[Solved] Handling invalid UTF-8 characters


#1

Hey Embers,

TL;DR version:

I’d like to use cinder’s toUtf16() function on a string like this “ñêQRV”, but this leads to an invalid UTF-8 exception. I’m guessing I have to convert them to characters representing their unicode value, as the character itself isn’t a proper UTF-8 character? Any tips/hints on doing this?

Long version:

I’m reading in text from Mp3 ID3 tags and apparently it occasionally uses a (now) deprecated encoding. Specifically, “UCS-2 encoded Unicode with BOM” according to the wikipedia page. I spent at least an hour trying to find the ‘right way’ to properly decode it, until I eventually gave up and settled for a solution provided by a kind soul on the github for the id3 decode library.
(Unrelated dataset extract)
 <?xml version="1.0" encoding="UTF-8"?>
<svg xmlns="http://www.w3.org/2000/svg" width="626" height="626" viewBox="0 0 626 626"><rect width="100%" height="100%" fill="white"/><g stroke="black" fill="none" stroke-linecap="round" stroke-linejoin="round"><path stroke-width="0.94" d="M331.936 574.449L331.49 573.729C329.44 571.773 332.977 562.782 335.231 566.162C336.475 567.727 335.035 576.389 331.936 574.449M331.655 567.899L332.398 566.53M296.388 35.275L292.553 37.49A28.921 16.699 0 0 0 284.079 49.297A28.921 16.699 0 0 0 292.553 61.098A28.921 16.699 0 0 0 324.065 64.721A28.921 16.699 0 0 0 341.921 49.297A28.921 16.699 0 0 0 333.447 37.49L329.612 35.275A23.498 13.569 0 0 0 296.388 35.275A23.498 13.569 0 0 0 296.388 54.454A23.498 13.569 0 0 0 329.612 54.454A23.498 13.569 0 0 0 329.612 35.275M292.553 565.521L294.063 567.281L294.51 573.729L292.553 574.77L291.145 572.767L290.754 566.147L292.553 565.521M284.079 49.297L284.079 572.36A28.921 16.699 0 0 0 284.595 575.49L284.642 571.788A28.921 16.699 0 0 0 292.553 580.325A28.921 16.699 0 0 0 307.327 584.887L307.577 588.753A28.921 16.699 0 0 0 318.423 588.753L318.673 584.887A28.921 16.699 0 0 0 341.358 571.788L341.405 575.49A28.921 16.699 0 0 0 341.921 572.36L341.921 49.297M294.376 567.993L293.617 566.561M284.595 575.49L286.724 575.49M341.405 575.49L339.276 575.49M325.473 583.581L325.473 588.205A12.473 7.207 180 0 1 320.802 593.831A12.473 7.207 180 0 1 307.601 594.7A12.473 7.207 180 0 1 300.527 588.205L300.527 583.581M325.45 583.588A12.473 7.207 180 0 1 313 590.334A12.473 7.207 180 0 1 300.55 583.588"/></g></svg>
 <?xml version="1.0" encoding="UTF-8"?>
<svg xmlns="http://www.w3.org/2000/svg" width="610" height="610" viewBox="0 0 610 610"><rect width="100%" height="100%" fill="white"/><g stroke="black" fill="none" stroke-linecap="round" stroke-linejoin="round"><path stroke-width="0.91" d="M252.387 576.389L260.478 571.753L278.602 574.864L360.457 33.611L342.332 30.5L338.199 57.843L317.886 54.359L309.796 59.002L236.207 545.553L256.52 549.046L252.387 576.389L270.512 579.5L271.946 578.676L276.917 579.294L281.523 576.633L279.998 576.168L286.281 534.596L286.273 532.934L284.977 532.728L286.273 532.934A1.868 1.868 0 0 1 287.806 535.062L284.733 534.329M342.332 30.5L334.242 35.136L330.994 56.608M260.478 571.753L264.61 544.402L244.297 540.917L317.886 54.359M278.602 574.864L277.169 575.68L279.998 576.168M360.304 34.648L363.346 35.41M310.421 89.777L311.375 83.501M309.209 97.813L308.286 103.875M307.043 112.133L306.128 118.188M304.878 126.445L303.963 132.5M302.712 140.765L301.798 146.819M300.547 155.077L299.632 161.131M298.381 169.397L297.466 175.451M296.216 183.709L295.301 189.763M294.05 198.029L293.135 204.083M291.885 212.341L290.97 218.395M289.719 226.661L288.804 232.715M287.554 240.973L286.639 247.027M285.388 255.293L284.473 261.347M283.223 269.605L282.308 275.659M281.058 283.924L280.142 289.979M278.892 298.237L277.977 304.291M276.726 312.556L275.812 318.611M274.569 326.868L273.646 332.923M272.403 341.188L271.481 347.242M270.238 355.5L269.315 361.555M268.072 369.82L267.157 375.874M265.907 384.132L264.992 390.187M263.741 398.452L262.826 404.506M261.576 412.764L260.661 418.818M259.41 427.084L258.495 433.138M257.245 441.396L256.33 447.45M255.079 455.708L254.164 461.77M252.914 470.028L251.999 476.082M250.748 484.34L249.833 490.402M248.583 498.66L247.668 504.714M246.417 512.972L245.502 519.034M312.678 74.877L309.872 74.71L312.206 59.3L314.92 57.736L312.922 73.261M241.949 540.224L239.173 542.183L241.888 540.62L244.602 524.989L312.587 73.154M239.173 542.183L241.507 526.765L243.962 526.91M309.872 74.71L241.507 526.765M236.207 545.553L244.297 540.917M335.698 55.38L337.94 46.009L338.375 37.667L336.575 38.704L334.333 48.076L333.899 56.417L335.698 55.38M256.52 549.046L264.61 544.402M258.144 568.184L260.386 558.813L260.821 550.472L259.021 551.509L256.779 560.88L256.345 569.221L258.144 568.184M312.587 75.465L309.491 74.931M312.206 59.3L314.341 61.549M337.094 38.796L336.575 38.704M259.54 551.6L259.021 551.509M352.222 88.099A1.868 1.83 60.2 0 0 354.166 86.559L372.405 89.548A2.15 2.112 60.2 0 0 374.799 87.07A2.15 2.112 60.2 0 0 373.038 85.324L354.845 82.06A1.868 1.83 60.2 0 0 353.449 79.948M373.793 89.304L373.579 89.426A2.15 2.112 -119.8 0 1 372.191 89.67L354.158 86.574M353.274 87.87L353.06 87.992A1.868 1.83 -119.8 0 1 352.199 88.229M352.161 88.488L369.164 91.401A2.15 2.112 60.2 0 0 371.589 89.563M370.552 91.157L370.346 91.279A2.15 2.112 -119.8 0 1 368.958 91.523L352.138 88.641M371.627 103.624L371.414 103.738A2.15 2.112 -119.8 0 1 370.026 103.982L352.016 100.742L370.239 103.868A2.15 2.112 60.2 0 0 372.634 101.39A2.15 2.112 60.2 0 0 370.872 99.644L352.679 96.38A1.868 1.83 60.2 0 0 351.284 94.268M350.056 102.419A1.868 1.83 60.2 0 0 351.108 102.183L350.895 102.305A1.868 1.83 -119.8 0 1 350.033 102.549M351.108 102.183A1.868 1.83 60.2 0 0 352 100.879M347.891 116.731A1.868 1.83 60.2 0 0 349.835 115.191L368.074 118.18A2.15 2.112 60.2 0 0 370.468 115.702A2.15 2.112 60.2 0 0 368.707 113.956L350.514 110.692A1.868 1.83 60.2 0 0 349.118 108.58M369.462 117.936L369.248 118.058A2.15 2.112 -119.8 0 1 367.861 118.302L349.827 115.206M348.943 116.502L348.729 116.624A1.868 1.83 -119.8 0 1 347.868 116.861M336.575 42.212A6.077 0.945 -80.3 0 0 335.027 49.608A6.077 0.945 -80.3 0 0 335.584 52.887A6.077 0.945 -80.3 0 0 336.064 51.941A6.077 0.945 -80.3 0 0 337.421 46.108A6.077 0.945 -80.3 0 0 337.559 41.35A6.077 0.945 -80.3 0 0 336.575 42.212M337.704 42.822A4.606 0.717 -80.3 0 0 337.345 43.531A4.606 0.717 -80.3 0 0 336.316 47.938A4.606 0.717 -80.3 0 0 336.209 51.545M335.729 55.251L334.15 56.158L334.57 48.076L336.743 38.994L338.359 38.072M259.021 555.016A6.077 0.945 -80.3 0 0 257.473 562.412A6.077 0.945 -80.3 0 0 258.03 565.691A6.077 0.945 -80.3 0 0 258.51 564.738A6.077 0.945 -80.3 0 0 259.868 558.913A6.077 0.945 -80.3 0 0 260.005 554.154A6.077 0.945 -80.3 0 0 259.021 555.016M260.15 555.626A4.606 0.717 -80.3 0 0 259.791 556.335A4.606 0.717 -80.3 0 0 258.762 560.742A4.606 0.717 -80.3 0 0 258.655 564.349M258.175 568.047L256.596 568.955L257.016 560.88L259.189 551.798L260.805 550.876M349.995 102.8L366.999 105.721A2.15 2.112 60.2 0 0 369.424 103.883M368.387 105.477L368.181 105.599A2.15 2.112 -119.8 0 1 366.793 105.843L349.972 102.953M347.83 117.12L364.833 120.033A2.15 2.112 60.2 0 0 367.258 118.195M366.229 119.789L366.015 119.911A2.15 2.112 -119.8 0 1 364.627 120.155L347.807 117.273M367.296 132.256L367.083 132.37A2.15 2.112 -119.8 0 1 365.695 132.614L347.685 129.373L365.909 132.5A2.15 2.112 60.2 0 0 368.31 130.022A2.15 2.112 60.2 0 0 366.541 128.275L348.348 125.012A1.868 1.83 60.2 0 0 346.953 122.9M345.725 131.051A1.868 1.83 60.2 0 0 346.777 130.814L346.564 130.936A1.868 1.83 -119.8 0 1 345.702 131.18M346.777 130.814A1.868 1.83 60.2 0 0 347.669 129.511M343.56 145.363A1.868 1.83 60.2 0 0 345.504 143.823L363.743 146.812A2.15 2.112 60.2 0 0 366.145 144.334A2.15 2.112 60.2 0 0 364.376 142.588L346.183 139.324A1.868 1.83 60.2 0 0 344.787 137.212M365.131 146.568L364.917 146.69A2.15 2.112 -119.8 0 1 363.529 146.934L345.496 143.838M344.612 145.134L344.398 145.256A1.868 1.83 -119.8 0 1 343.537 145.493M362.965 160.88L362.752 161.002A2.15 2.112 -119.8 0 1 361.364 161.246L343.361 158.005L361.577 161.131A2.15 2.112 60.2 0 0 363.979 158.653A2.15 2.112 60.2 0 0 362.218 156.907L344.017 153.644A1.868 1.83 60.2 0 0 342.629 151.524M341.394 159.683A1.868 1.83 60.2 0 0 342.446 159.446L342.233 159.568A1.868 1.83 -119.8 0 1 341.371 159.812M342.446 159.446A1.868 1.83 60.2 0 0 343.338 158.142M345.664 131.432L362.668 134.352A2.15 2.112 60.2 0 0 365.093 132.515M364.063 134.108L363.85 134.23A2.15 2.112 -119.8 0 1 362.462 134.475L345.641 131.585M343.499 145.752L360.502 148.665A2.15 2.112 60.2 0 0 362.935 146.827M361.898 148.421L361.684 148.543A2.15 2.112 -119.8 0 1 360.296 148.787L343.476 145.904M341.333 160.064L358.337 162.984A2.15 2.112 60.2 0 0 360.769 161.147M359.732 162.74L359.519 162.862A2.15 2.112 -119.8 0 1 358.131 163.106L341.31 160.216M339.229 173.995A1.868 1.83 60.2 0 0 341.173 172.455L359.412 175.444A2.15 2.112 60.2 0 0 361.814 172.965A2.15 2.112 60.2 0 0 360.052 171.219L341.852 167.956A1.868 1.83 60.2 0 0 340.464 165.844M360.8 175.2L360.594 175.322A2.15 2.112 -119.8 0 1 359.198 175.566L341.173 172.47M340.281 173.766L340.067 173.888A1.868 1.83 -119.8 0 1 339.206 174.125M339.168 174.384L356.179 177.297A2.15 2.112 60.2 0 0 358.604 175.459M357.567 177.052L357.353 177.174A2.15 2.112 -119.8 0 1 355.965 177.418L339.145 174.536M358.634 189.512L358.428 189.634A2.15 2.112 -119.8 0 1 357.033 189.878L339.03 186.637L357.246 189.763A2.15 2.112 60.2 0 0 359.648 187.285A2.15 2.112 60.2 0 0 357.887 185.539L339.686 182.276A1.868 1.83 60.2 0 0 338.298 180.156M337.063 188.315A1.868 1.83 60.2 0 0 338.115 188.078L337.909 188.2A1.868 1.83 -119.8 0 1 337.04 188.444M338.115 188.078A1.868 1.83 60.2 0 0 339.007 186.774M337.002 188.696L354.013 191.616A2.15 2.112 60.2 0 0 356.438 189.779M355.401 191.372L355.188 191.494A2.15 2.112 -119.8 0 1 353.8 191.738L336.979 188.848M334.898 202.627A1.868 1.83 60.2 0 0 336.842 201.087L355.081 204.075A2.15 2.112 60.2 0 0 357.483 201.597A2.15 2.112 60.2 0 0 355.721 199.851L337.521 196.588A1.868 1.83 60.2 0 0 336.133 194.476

I’m left with an std::string which will occasionally contain what is apparently invalid UTF-8 characters because when I use toUtf16() on it, I’m dealt an exception highlighting this.

I know UTF-16 is generally to be avoided as per the ever helpful @paul.houx, but since I only plan to use UTF-16 internally on the windows platform for now, I’ve opted to make an exception.

I use it primarily so I can remove a single character at a time from a string and be sure it is a ‘complete’ character rather than a portion of one.

So I’m wondering what I’m to do - perhaps convert the characters to proper UTF-8 using toUtf8()? But if that’s the approach, how do I do this when these characters are in an std::string to begin with?

Thanks in advance,

Gazoo


#2

Since you’re on windows only, you might be able to do the MultiByteToWideChar + std::wstring / std::u16string dance. Apologies in advance.


#3

Speaking a bit out of my comfort zone here, but on Windows we’ve had good luck with wstring_convert and bundled things in these conversion methods: https://github.com/bluecadet/Cinder-BluecadetText/blob/develop/src/bluecadet/text/Text.h#L270-L288. Perhaps there’s something helpful there.


#4

I use latin windows (spanish and portuguese). So when tryiing to draw system messages I use this replace method:

#include "utf8cpp/checked.h"

    std::string text = "Texto en español ";
    std::string temp;
    //UTF8 valid checkout
   utf8::replace_invalid(text.begin(), text.end(), back_inserter(temp));

Then I can pass it to somenthing like a ci::TextBox.


#5

Much appreciate all of the answers. It would seem to me that @xumo’s suggestion is the most cross-platform friendly. So I opted for that approach.

Honestly, I wasn’t even aware that Cinder had this functionality available.

Thanks everybody!

Cheers,

Gazoo